Annu Int Conf IEEE Eng Med Biol Soc. 2009;2009:2180-3. doi: 10.1109/IEMBS.2009.5332447.
For as many as 30% of epilepsy patients, seizures are poorly controlled with medication alone. For some of these patients surgery may be an option: the brain region responsible for seizure onset may be removed surgically. However, this requires accurate delineation of the seizure onset region. Currently, the key to making this determination is seizure EEG. Therefore, EEG recordings must continue until enough seizures are obtained to determine the onset region; this may take about 5 days to several weeks. In some cases these recordings must be done using invasive electrodes, a procedure that includes substantial risk, discomfort and cost. In this paper, techniques are developed that use periods of intracranial non-seizure ("rest") EEG to localize epileptogenic networks. Analysis of intracranial EEG (recorded by surface and/or depth electrodes) of 6 epileptic patients shows that certain EEG channels and hence cortical regions are consistently more synchronous ("hypersynchronous") compared to others. It is shown that hypersynchrony seems to strongly correlate with the seizure onset zone; this phenomenon may in the long term allow to determine the seizure onset area(s) from non-seizure EEG, which in turn would enable shorter hospitalizations or even avoidance of semi-chronic implantations all-together.

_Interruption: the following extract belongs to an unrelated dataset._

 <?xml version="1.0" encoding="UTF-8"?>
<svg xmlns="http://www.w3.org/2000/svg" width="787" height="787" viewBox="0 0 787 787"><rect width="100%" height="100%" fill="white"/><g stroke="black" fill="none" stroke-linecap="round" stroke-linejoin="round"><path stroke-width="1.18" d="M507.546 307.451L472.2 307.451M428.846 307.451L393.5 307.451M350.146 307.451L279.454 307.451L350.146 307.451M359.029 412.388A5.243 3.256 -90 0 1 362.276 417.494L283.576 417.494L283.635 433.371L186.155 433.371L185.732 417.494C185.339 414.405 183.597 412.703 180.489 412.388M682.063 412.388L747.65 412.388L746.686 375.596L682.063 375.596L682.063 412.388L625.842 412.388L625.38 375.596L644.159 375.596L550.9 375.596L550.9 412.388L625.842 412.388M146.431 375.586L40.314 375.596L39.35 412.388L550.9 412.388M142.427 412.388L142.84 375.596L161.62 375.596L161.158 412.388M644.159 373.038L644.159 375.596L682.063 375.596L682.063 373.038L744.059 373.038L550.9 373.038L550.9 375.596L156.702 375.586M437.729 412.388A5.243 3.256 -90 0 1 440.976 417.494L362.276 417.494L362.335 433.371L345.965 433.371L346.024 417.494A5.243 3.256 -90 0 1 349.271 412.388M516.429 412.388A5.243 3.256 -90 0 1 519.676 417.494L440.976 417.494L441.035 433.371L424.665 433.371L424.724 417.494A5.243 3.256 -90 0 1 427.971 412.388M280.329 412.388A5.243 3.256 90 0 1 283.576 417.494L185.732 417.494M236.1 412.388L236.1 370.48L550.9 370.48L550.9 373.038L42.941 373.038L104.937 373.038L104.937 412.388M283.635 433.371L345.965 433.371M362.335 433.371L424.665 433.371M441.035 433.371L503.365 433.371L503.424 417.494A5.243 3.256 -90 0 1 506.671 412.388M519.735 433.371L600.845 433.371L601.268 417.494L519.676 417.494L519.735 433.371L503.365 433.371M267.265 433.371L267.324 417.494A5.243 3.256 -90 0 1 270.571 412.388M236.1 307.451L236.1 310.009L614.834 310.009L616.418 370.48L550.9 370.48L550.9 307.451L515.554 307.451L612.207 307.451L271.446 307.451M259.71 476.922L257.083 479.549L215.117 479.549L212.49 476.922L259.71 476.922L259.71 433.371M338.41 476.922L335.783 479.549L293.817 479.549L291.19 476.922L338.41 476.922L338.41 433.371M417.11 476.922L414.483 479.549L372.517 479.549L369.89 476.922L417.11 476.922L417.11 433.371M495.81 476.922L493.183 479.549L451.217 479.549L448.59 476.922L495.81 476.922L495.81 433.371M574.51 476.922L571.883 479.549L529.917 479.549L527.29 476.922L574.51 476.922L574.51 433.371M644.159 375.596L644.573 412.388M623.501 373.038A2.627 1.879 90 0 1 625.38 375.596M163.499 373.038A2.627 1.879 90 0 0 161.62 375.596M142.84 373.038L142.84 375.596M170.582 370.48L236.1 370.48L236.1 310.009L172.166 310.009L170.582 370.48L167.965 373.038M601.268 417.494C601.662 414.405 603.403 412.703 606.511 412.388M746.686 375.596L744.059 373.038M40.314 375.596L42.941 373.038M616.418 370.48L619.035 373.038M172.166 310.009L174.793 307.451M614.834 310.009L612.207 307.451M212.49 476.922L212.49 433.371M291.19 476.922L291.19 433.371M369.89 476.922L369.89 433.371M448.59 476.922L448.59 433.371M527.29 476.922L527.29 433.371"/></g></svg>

多达30%的癫痫患者仅通过药物治疗,癫痫发作难以得到有效控制。对于其中一些患者,手术可能是一种选择:可以通过手术切除引发癫痫发作的脑区。然而,这需要精确划定癫痫发作起始区域。目前,做出这一判定的关键是癫痫发作期脑电图。因此,脑电图记录必须持续进行,直到获得足够多的癫痫发作数据以确定起始区域;这可能需要大约5天至几周的时间。在某些情况下,这些记录必须使用侵入性电极进行,该过程存在较大风险、会带来不适且成本较高。在本文中,我们开发了一些技术,利用颅内非癫痫发作(“静息”)期脑电图来定位致痫网络。对6例癫痫患者的颅内脑电图(通过头皮和/或深部电极记录)分析表明,与其他脑电图通道及相应皮质区域相比,某些脑电图通道及相应皮质区域始终表现出更强的同步性(“超同步”)。研究表明,超同步现象似乎与癫痫发作起始区密切相关;从长远来看,这一现象可能有助于从非癫痫发作期脑电图确定癫痫发作起始区域,进而缩短住院时间,甚至完全避免半慢性植入电极。